Biarpun sering jatuh cinta di sana-sini toh aku ngga bisa jadi dewasa, bahkan saat aku sudah nikah dan akan punya anak pun, ayahku masih bilang, "kelakukannye masih kayak anak-anak," muanjaa buanget! Aku masih terus memegang prinsip just be your self! Kata guru komputerku waktu kuliah, "kamu jangan maksain nulis cerpen tentang pernikahan kalau kamu sendiri belum merasakan sebuah pernikahan!" So'... aku menulis apa saja yang aku rasakan, apa saja yang pernah aku alami dan ditambah bumbu imajinasi dan digodok dengan tambelan sana-sini maka jadilah empat buah novel yang alhamdulillah dua diterbitin, dua lagi dalam proses pencetakan.
Sejujurnya aku belum puas dengan apa yang aku tulis, aku belum menemukan sebuah kepuasan yang bener-bener puas! Ibaratnya kalau aku minum sprite aku belum bisa tenggelam di dasar kolam buat menghilangkan dahaga, dahaga menulisku yang menggebu! Aku menuliskan semua kisah remajaku dan masih banyak yang belum dituliskan, kalau dipikir-pikir ada 2 buah novel lagi yang sudah kukerjakan setengah jalan tapi tiba-tiba aku tinggalkan!
Karena apa? karena aku merasa, aku jelek banget sih nulisnya! Aku ngga bisa bikin novel sebagus Habiburrahman El Shirazy, gak bisa bikin novel sekeren Laskar Pelangi, gak bisa sepintar dan secerdas Rusdin F. Rauf, tulisanku gak bisa sedalem tulisan Dani Ardiansyah, kalimatku ngga bisa semenusuk Nursalam AR, artikelku ngga sebagus temen-temen di SK< bahkan aku sama sekali jarang nulis artikel kalau ngga disuruh sama Pak Sinang :-)) tulisanku CUPU (Culun Punya dan ngga OKE)

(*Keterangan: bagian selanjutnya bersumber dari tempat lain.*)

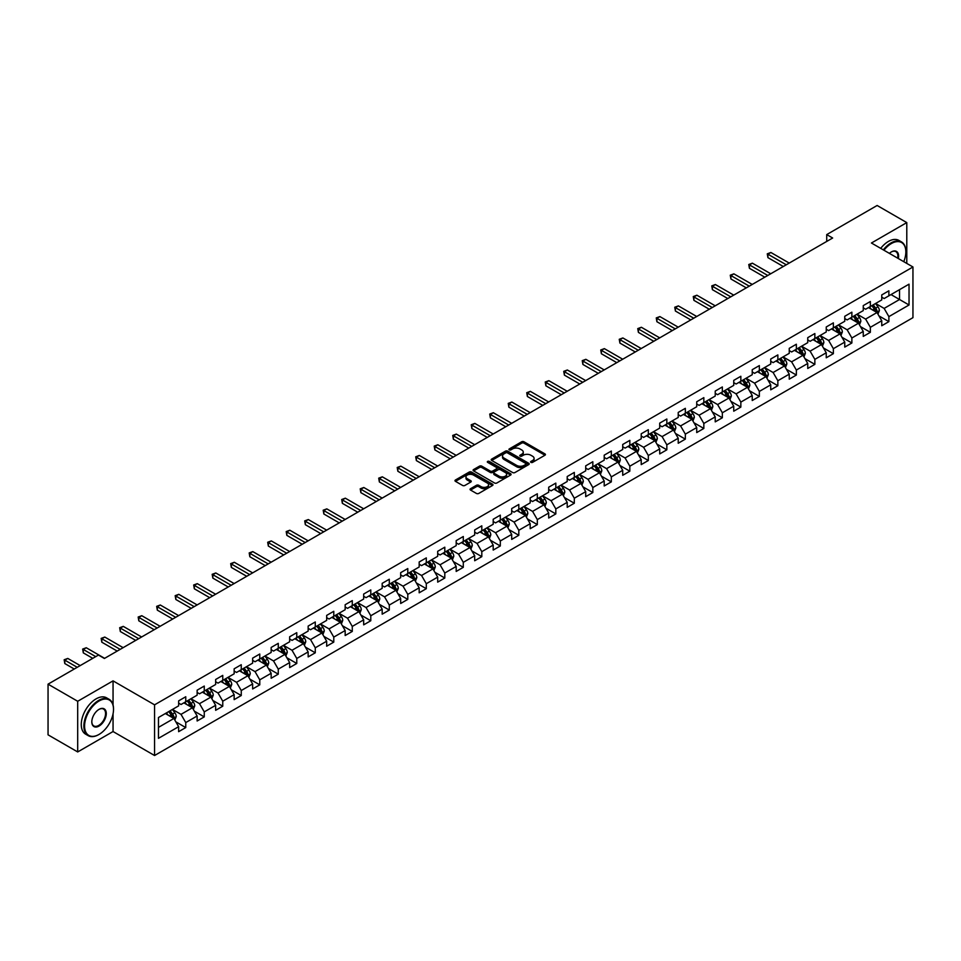 <?xml version="1.0" encoding="UTF-8"?>
<svg xmlns="http://www.w3.org/2000/svg" width="961" height="961" viewBox="0 0 961 961"><rect width="100%" height="100%" fill="white"/><g stroke="black" fill="none" stroke-linecap="round" stroke-linejoin="round"><path stroke-width="1.44" d="M530.94 462.373A1.153 0.661 0 0 0 532.574 462.373L544.947 455.226A1.646 0.949 0 0 0 545.428 454.553A1.646 0.949 0 0 0 544.947 453.892L523.985 441.784A1.646 0.949 0 0 0 521.655 441.784L509.282 448.931A1.153 0.661 0 0 0 510.916 449.868L512.513 448.943A5.273 3.039 0 0 1 519.973 448.943L521.715 449.952A5.273 3.039 0 0 1 523.264 452.102A5.273 3.039 0 0 1 521.715 454.253L520.117 455.178A1.153 0.661 0 0 0 521.751 456.127L523.349 455.202A5.273 3.039 0 0 1 530.796 455.202L532.538 456.211A5.273 3.039 0 0 1 534.088 458.361A5.273 3.039 0 0 1 532.538 460.511L530.94 461.436A1.153 0.661 0 0 0 530.94 462.373L530.94 461.436M470.554 488.705A1.646 0.949 0 0 0 470.061 489.377A1.646 0.949 0 0 0 470.554 490.05L476.428 493.437A1.646 0.949 0 0 0 478.758 493.437L492.488 485.509A1.646 0.949 0 0 0 492.981 484.837A1.646 0.949 0 0 0 492.488 484.164L471.539 472.067A1.646 0.949 0 0 0 469.208 472.067L455.466 479.995A1.646 0.949 0 0 0 454.985 480.668A1.646 0.949 0 0 0 455.466 481.341L462.577 485.449A1.646 0.949 0 0 0 464.896 485.449L470.782 482.05A1.646 0.949 0 0 0 471.262 481.377A1.646 0.949 0 0 0 470.782 480.704L467.262 478.674A4.409 2.547 0 0 1 465.965 476.872A4.409 2.547 0 0 1 468.692 474.53A4.409 2.547 0 0 1 473.485 475.082L487.287 483.047A4.409 2.547 0 0 1 488.572 484.837A4.409 2.547 0 0 1 485.858 487.191A4.409 2.547 0 0 1 481.053 486.638L478.758 485.305A1.646 0.949 0 0 0 476.428 485.305L470.554 488.705L470.554 490.05M113.05 680.868L77.697 701.278L48.05 684.16L48.05 734.829L77.697 751.946L113.05 731.537L154.565 755.514L154.565 704.833L113.05 680.868L113.05 704.918M906.788 263.422L906.788 222.604L871.435 243.013L912.95 266.978L154.565 704.833M906.788 222.604L877.129 205.486L826.724 234.592L826.724 241.439M48.05 684.16L98.454 655.054L104.389 658.477L832.646 238.016L826.724 234.592M512.633 472.536A1.646 0.949 0 0 0 514.964 472.536L528.706 464.607A1.646 0.949 0 0 0 529.187 463.935A1.646 0.949 0 0 0 528.706 463.262L507.744 451.165A1.646 0.949 0 0 0 505.414 451.165L491.684 459.094A1.646 0.949 0 0 0 491.191 459.766A1.646 0.949 0 0 0 491.684 460.439L512.633 472.536M488.128 462.625A1.153 0.661 0 0 1 489.293 462.782L489.293 461.412L510.603 473.713A1.646 0.949 0 0 1 511.084 474.386A1.646 0.949 0 0 1 510.603 475.058L496.861 482.987A1.646 0.949 0 0 1 494.531 482.987L473.581 470.89L479.455 467.526L479.455 466.157L473.581 469.545A1.646 0.949 0 0 0 473.088 470.217A1.646 0.949 0 0 0 473.581 470.89L473.581 469.545M479.455 467.526A1.646 0.949 0 0 1 481.785 467.526L481.785 466.157A1.646 0.949 0 0 0 479.455 466.157M481.785 466.157L490.278 471.058A1.646 0.949 0 0 0 492.609 471.058L496.513 468.812A1.646 0.949 0 0 0 496.993 468.139A1.646 0.949 0 0 0 496.513 467.466L487.659 462.361A1.153 0.661 0 0 1 489.293 461.412M154.565 755.514L912.95 317.659L912.95 266.978M175.851 721.855L185.761 727.573L185.761 722.576L197.137 715.993L197.137 721.002L204.261 716.894L204.261 711.885L215.648 705.314L215.648 710.311L222.76 706.203L222.76 701.206L234.148 694.635L234.148 699.632L241.259 695.524L241.259 690.527L252.647 683.956L252.647 688.953L259.77 684.845L259.77 679.835L271.158 673.265L271.158 678.262L278.27 674.154L278.27 669.156L289.657 662.585L289.657 667.583L296.769 663.474L296.769 658.477L308.157 651.906L308.157 656.904L315.28 652.795L315.28 647.798L326.668 641.215L326.668 646.212L333.779 642.104L333.779 637.107L345.167 630.536L345.167 635.533L352.279 631.425L352.279 626.428L363.666 619.857L363.666 624.854L370.79 620.746L370.79 615.749L382.178 609.166L382.178 614.175L389.289 610.067L389.289 605.058L400.677 598.487L400.677 603.484L407.788 599.376L407.788 594.379L419.176 587.808L419.176 592.805L426.3 588.697L426.3 583.699L437.687 577.129L437.687 582.126L444.799 578.017L444.799 573.02L456.187 566.437L456.187 571.435L463.298 567.326L463.298 562.329L474.686 555.758L474.686 560.756L481.809 556.647L481.809 551.65L493.197 545.079L493.197 550.076L500.309 545.968L500.309 540.971L511.696 534.388L511.696 539.397L518.808 535.289L518.808 530.28L530.196 523.709L530.196 528.706L537.319 524.598L537.319 519.601L548.695 513.03L548.695 518.027L555.818 513.919L555.818 508.922L567.206 502.351L567.206 507.348L574.318 503.24L574.318 498.23L585.705 491.66L585.705 496.657L592.829 492.549L592.829 487.551L604.205 480.98L604.205 485.978L611.328 481.869L611.328 476.872L622.716 470.301L622.716 475.299L629.827 471.19L629.827 466.193L641.215 459.61L641.215 464.607L648.327 460.499L648.327 455.502L659.714 448.931L659.714 453.928L666.838 449.82L666.838 444.823L678.226 438.252L678.226 443.249L685.337 439.141L685.337 434.144L696.725 427.561L696.725 432.57L703.836 428.462L703.836 423.453L715.224 416.882L715.224 421.879L722.348 417.771L722.348 412.774L733.736 406.203L733.736 411.2L740.847 407.092L740.847 402.094L752.235 395.524L752.235 400.521L759.346 396.412L759.346 391.415L770.734 384.832L770.734 389.83L777.857 385.721L777.857 380.724L789.245 374.153L789.245 379.151L796.357 375.042L796.357 370.045L807.745 363.474L807.745 368.471L814.856 364.363L814.856 359.366L826.244 352.783L826.244 357.792L833.367 353.672L833.367 348.675L844.755 342.104L844.755 347.101L851.866 342.993L851.866 337.996L863.254 331.425L863.254 336.422L870.366 332.314L870.366 327.317L881.754 320.734L881.754 325.743L888.877 321.635L888.877 316.625L909.034 304.985L909.034 284.168L899.544 289.645L899.544 299.508L909.034 304.985M185.761 727.573L178.638 731.681L178.638 726.684L158.481 738.324L158.481 717.507L178.638 705.867L178.638 700.869L185.761 696.749L185.761 701.758L197.137 695.175L197.137 690.178L204.261 686.07L204.261 691.067L215.648 684.496L215.648 679.499L222.76 675.391L222.76 680.388L234.148 673.817L234.148 668.82L241.259 664.712L241.259 669.709L252.647 663.138L252.647 658.129L259.77 654.021L259.77 659.018L271.158 652.447L271.158 647.45L278.27 643.341L278.27 648.339L289.657 641.768L289.657 636.771L296.769 632.662L296.769 637.66L308.157 631.089L308.157 626.079L315.28 621.971L315.28 626.98L326.668 620.398L326.668 615.4L333.779 611.292L333.779 616.289L345.167 609.718L345.167 604.721L352.279 600.613L352.279 605.61L363.666 599.039L363.666 594.042L370.79 589.934L370.79 594.931L382.178 588.348L382.178 583.351L389.289 579.243L389.289 584.24L400.677 577.669L400.677 572.672L407.788 568.564L407.788 573.561L419.176 566.99L419.176 561.993L426.3 557.885L426.3 562.882L437.687 556.311L437.687 551.302L444.799 547.193L444.799 552.203L456.187 545.62L456.187 540.623L463.298 536.514L463.298 541.511L474.686 534.941L474.686 529.943L481.809 525.835L481.809 530.832L493.197 524.262L493.197 519.264L500.309 515.144L500.309 520.153L511.696 513.57L511.696 508.573L518.808 504.465L518.808 509.462L530.196 502.891L530.196 497.894L537.319 493.786L537.319 498.783L548.695 492.212L548.695 487.215L555.818 483.107L555.818 488.104L567.206 481.521L567.206 476.524L574.318 472.416L574.318 477.413L585.705 470.842L585.705 465.845L592.829 461.736L592.829 466.734L604.205 460.163L604.205 455.166L611.328 451.057L611.328 456.055L622.716 449.484L622.716 444.475L629.827 440.366L629.827 445.375L641.215 438.793L641.215 433.795L648.327 429.687L648.327 434.684L659.714 428.113L659.714 423.116L666.838 419.008L666.838 424.005L678.226 417.434L678.226 412.437L685.337 408.329L685.337 413.326L696.725 406.743L696.725 401.746L703.836 397.638L703.836 402.635L715.224 396.064L715.224 391.067L722.348 386.959L722.348 391.956L733.736 385.385L733.736 380.388L740.847 376.28L740.847 381.277L752.235 374.706L752.235 369.697L759.346 365.588L759.346 370.598L770.734 364.015L770.734 359.018L777.857 354.909L777.857 359.907L789.245 353.336L789.245 348.338L796.357 344.23L796.357 349.227L807.745 342.657L807.745 337.659L814.856 333.539L814.856 338.548L826.244 331.965L826.244 326.968L833.367 322.86L833.367 327.857L844.755 321.286L844.755 316.289L851.866 312.181L851.866 317.178L863.254 310.607L863.254 305.61L870.366 301.502L870.366 306.499L881.754 299.916L881.754 294.919L888.877 290.811L888.877 295.808L909.034 284.168M183.863 702.851L192.392 707.777L181.016 714.359L172.475 709.422M178.638 703.128L181.016 704.497L185.761 701.758M181.016 714.359L185.761 722.576M192.392 707.777L197.137 715.993M202.363 692.172L210.903 697.097L199.516 703.668L190.975 698.743M197.137 692.437L199.516 693.806L204.261 691.067M199.516 703.668L204.261 711.885M210.903 697.097L215.648 705.314M220.862 681.481L229.403 686.418L218.015 692.989L209.474 688.064M215.648 681.757L218.015 683.127L222.76 680.388M218.015 692.989L222.76 701.206M229.403 686.418L234.148 694.635M239.361 670.802L247.902 675.727L236.526 682.31L227.985 677.373M234.148 671.078L236.526 672.448L241.259 669.709M236.526 682.31L241.259 690.527M247.902 675.727L252.647 683.956M257.872 660.123L266.413 665.048L255.025 671.619L246.484 666.694M252.647 660.387L255.025 661.757L259.77 659.018M255.025 671.619L259.77 679.835M266.413 665.048L271.158 673.265M276.372 649.432L284.912 654.369L273.525 660.94L264.984 656.015M271.158 649.708L273.525 651.077L278.27 648.339M273.525 660.94L278.27 669.156M284.912 654.369L289.657 662.585M294.871 638.753L303.412 643.69L292.024 650.261L283.495 645.324M289.657 639.029L292.024 640.398L296.769 637.66M292.024 650.261L296.769 658.477M303.412 643.69L308.157 651.906M313.382 628.074L321.923 632.999L310.535 639.582L301.994 634.644M308.157 628.35L310.535 629.719L315.28 626.98M310.535 639.582L315.28 647.798M321.923 632.999L326.668 641.215M331.881 617.394L340.422 622.32L329.034 628.89L320.493 623.965M326.668 617.659L329.034 619.028L333.779 616.289M329.034 628.89L333.779 637.107M340.422 622.32L345.167 630.536M350.381 606.703L358.921 611.64L347.534 618.211L338.993 613.274M345.167 606.98L347.534 608.349L352.279 605.61M347.534 618.211L352.279 626.428M358.921 611.64L363.666 619.857M368.892 596.024L377.433 600.949L366.045 607.532L357.504 602.595M363.666 596.3L366.045 597.67L370.79 594.931M366.045 607.532L370.79 615.749M377.433 600.949L382.178 609.166M387.391 585.345L395.932 590.27L384.544 596.841L376.003 591.916M382.178 585.609L384.544 586.979L389.289 584.24M384.544 596.841L389.289 605.058M395.932 590.27L400.677 598.487M405.89 574.654L414.431 579.591L403.043 586.162L394.503 581.237M400.677 574.93L403.043 576.3L407.788 573.561M403.043 586.162L407.788 594.379M414.431 579.591L419.176 587.808M424.402 563.975L432.943 568.9L421.555 575.483L413.014 570.546M419.176 564.251L421.555 565.621L426.3 562.882M421.555 575.483L426.3 583.699M432.943 568.9L437.687 577.129M442.901 553.296L451.442 558.221L440.054 564.792L431.513 559.867M437.687 553.572L440.054 554.941L444.799 552.203M440.054 564.792L444.799 573.02M451.442 558.221L456.187 566.437M461.4 542.605L469.941 547.542L458.553 554.113L450.012 549.187M456.187 542.881L458.553 544.25L463.298 541.511M458.553 554.113L463.298 562.329M469.941 547.542L474.686 555.758M479.911 531.926L488.452 536.863L477.064 543.433L468.524 538.496M474.686 532.202L477.064 533.571L481.809 530.832M477.064 543.433L481.809 551.65M488.452 536.863L493.197 545.079M498.411 521.246L506.952 526.172L495.564 532.754L487.023 527.817M493.197 521.523L495.564 522.892L500.309 520.153M495.564 532.754L500.309 540.971M506.952 526.172L511.696 534.388M516.91 510.567L525.451 515.492L514.063 522.063L505.522 517.138M511.696 510.832L514.063 512.201L518.808 509.462M514.063 522.063L518.808 530.28M525.451 515.492L530.196 523.709M535.421 499.876L543.962 504.813L532.574 511.384L524.033 506.459M530.196 500.152L532.574 501.522L537.319 498.783M532.574 511.384L537.319 519.601M543.962 504.813L548.695 513.03M553.92 489.197L562.461 494.122L551.073 500.705L542.533 495.768M548.695 489.473L551.073 490.843L555.818 488.104M551.073 500.705L555.818 508.922M562.461 494.122L567.206 502.351M572.42 478.518L580.961 483.443L569.573 490.014L561.032 485.089M567.206 478.782L569.573 480.152L574.318 477.413M569.573 490.014L574.318 498.23M580.961 483.443L585.705 491.66M590.931 467.827L599.46 472.764L588.084 479.335L579.543 474.41M585.705 468.103L588.084 469.473L592.829 466.734M588.084 479.335L592.829 487.551M599.46 472.764L604.205 480.98M609.43 457.148L617.971 462.085L606.583 468.656L598.042 463.719M604.205 457.424L606.583 458.793L611.328 456.055M606.583 468.656L611.328 476.872M617.971 462.085L622.716 470.301M627.929 446.469L636.47 451.394L625.082 457.977L616.542 453.039M622.716 446.745L625.082 448.114L629.827 445.375M625.082 457.977L629.827 466.193M636.47 451.394L641.215 459.61M646.429 435.789L654.97 440.715L643.594 447.285L635.053 442.36M641.215 436.054L643.594 437.423L648.327 434.684M643.594 447.285L648.327 455.502M654.97 440.715L659.714 448.931M664.94 425.098L673.481 430.035L662.093 436.606L653.552 431.669M659.714 425.375L662.093 426.744L666.838 424.005M662.093 436.606L666.838 444.823M673.481 430.035L678.226 438.252M683.439 414.419L691.98 419.344L680.592 425.927L672.051 420.99M678.226 414.696L680.592 416.065L685.337 413.326M680.592 425.927L685.337 434.144M691.98 419.344L696.725 427.561M701.938 403.74L710.479 408.665L699.091 415.236L690.563 410.311M696.725 404.004L699.091 405.374L703.836 402.635M699.091 415.236L703.836 423.453M710.479 408.665L715.224 416.882M720.45 393.049L728.991 397.986L717.603 404.557L709.062 399.632M715.224 393.325L717.603 394.695L722.348 391.956M717.603 404.557L722.348 412.774M728.991 397.986L733.736 406.203M738.949 382.37L747.49 387.295L736.102 393.878L727.561 388.941M733.736 382.646L736.102 384.016L740.847 381.277M736.102 393.878L740.847 402.094M747.49 387.295L752.235 395.524M757.448 371.691L765.989 376.616L754.601 383.187L746.06 378.262M752.235 371.967L754.601 373.336L759.346 370.598M754.601 383.187L759.346 391.415M765.989 376.616L770.734 384.832M775.959 361L784.5 365.937L773.112 372.508L764.572 367.582M770.734 361.276L773.112 362.645L777.857 359.907M773.112 372.508L777.857 380.724M784.5 365.937L789.245 374.153M794.459 350.321L803 355.258L791.612 361.829L783.071 356.891M789.245 350.597L791.612 351.966L796.357 349.227M791.612 361.829L796.357 370.045M803 355.258L807.745 363.474M812.958 339.641L821.499 344.567L810.111 351.149L801.57 346.212M807.745 339.918L810.111 341.287L814.856 338.548M810.111 351.149L814.856 359.366M821.499 344.567L826.244 352.783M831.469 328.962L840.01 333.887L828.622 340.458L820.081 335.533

itulah yang aku rasakan sekarang!
Berhari-hari aku pandangi naskahku yang terbengkalai di laptop, aku ingin bikin novel lagi, aku ingin novel aku dibukukan. Saat aku lihat dua buah novelku yang sudah jadi buku, aku sedih kenapa novel aku jelek? Kenapa ngga bisa best seller? Dua buah novelku yang lain yang akan segera terbit juga sama, temanya remaja, bahasanya ngaco asli sok gaul, gaya candaanya ngga asyik dan itu-itu aja! Seharusnya aku bersyukur masih ada yang mau nerbitin! Tapi lamaaaa banget proses cetaknya!Heeeuh... capek deh, aku ternyata kurang bersyukur... padahal aku dikasih kesempatan buat nulis... biar udah sadar begitu tetep aja belum mau melanjutkan novel setengah jadi di laptopku... aku masih cuman bisa memandanginya dan segala ketakutan muncul, takut novelnya ngga ada yang nerbitin, takut ditolakiin... heuuuh...
pengen bikin novel dengan genre berbeda tapi aku belum berani lagi. Dulu... novel kedua yang aku garap berjudul SKETSA PELANGI HITAM, menurutku ceritanya keren, tapi menurut banyak penerbit, ceritanya Maksa! Dan ngga Banget! Ada juga penerbit yang bilang, kisahnya bagus tapi gaya menceritakannya terlalu bertele-tele.,.. halah, semua itu terjadi karena aku menulis novel itu dengan gaya-gaya yang sok nyastra, malah jadinya kacau beliau! Sampai sekarang novel itu masih teronggok di kardus dan ngga ada yang mau nerbitin, kesian, ye... padahal novel itu paling lama aku bikin dengan pemikiran paling sulit pula, tapi malah novel-novel teenlit aku yang diterbitin di sana-sini khuhuhuhukkk...
meski buat nulis teenlit aja belum tentu aku bisa nembus ke Gramedia, karena aku ngga berani kirim ke sana, aku ngga yakin sama kualitas nulis lagi... yaa... tambah terpuruklah aku...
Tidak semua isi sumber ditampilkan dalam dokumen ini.